Creative polymath Waris Ahluwalia unveils his latest projects—a line of teas that soothe body and soul and a new botanicals bar in New York—and tells Tatler why slowing down is the fastest way to good health
It’s hard to keep up with a man who does it all. Waris Ahluwalia is many things—actor, activist, designer of clothing, fine jewellery and ceramics—but, at the end of the day, he is a storyteller. And his latest tale is House of Waris Botanicals, a collection of teas and elixirs.
“Tea has been connecting people for centuries. In every indigenous culture across the planet, tea has always served a purpose. It was a way to bond and a way to heal,” says Ahluwalia. We’re at his office in New York’s Lower East Side, and I’m sipping one of his early blends from a rustic steel cup—it’s a mix of turmeric, black pepper, rooibos, ginger, honeybush, cinnamon and bee pollen, and it feels like a hug from the inside.
House of Waris has been producing tea since 2010, but after spending the last few years working with herbalists, sourcing teas and unearthing ancient customs in places like Tamil Nadu in southern India, Ahluwalia saw an opportunity to dig deeper.

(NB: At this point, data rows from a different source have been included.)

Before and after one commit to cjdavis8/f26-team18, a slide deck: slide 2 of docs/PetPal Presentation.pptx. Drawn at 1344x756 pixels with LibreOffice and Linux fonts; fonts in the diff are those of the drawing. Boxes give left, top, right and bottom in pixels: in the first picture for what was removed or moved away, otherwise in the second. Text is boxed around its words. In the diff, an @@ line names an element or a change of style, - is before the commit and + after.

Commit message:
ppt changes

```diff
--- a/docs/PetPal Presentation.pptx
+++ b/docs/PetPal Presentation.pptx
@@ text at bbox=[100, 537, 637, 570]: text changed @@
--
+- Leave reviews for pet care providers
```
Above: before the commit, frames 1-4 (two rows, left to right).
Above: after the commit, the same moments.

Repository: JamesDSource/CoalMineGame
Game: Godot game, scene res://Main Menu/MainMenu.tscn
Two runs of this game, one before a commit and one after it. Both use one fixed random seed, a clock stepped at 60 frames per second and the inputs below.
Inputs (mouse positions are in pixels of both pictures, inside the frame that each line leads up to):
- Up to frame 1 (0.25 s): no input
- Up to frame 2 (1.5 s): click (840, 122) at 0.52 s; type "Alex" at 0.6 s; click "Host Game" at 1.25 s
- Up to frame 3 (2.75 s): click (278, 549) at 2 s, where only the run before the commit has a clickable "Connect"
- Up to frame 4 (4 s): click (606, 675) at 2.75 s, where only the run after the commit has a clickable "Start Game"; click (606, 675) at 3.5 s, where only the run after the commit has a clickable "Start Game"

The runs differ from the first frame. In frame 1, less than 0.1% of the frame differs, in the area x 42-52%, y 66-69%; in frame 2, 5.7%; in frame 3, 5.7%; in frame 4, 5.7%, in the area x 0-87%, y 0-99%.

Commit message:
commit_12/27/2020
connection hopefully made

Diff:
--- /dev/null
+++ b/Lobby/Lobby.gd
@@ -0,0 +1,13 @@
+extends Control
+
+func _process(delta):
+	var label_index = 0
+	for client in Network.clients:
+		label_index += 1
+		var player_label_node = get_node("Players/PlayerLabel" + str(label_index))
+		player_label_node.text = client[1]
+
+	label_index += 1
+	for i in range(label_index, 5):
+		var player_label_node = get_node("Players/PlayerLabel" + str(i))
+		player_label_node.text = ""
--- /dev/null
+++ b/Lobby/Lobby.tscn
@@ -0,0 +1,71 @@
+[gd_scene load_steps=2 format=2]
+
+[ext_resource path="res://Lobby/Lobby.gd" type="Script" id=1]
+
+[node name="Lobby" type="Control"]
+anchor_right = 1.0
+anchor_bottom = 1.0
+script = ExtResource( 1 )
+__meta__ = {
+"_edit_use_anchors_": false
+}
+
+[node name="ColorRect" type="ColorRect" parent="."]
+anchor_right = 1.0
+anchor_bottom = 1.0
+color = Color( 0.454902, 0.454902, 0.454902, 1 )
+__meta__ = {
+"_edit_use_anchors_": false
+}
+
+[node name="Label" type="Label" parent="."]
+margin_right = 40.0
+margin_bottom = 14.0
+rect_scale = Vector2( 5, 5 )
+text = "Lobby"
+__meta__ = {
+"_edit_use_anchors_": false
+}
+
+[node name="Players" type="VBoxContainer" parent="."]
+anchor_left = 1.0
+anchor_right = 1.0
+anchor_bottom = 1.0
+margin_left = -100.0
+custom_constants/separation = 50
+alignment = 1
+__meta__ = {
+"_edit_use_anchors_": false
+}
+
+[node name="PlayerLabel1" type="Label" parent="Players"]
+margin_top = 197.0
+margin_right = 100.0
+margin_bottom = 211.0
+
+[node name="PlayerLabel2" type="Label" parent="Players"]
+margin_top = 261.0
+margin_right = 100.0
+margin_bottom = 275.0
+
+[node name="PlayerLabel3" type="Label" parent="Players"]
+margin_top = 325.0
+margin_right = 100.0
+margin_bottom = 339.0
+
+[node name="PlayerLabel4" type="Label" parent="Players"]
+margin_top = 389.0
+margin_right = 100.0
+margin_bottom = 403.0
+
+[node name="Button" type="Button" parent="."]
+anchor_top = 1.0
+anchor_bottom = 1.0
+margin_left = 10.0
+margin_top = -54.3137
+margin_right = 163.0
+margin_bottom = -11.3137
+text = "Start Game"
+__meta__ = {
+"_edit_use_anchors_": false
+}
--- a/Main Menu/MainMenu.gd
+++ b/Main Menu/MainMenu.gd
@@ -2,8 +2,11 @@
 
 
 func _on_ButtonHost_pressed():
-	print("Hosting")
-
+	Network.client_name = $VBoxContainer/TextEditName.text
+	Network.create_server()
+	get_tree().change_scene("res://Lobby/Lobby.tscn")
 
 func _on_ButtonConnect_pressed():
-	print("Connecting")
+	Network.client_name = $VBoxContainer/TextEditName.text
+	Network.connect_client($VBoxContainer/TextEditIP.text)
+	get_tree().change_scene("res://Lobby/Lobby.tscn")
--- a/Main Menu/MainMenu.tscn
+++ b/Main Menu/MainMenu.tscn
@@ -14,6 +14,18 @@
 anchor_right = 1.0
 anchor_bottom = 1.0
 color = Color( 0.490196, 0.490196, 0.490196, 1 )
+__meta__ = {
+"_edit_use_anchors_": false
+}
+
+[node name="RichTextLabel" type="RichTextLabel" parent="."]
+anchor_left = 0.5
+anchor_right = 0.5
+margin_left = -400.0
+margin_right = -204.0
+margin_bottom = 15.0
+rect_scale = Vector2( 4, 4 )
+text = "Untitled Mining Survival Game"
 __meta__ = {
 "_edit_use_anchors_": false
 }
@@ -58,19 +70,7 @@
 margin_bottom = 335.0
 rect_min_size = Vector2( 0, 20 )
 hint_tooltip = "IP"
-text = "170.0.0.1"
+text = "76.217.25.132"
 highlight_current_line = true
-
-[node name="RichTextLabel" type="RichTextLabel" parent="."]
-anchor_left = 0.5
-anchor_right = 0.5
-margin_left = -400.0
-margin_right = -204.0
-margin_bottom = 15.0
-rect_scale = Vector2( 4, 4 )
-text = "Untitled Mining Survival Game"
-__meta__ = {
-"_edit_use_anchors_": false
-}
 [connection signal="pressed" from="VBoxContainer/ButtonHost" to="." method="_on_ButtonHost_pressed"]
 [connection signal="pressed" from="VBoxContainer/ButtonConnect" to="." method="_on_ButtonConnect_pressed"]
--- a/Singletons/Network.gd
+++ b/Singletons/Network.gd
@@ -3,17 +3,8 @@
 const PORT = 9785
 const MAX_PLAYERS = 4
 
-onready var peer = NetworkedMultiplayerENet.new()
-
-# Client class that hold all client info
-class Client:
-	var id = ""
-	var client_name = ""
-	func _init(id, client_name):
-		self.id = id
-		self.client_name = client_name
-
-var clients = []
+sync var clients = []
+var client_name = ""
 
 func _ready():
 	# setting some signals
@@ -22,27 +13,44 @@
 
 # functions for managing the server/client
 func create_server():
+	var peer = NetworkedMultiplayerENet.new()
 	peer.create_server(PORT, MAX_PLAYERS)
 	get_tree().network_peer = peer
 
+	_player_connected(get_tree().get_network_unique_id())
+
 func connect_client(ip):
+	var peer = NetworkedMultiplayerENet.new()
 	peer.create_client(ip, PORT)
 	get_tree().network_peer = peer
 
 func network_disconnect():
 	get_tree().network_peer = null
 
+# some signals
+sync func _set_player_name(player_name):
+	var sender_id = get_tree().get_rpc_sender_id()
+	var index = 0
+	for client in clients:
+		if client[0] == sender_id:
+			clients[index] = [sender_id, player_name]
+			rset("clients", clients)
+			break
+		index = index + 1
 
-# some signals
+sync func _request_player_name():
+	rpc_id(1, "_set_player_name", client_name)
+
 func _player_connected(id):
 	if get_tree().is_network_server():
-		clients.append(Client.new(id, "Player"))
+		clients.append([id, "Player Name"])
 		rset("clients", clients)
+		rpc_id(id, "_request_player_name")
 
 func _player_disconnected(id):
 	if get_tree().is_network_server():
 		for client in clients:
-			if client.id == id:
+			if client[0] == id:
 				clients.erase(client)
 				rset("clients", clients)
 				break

“I thought, wait a minute, why am I doing Earl Grey? That just puts me in the line of every other tea company, where I'm just in marketing and sourcing. So instead, we’re creating blends that give us the chance to be better—that address some very human needs: love, sleep, immunity, digestion, detox, clarity and beauty. I could personally use help in all of those,” explains Ahluwalia, adding that it took his own falling apart for this new path to fall into place.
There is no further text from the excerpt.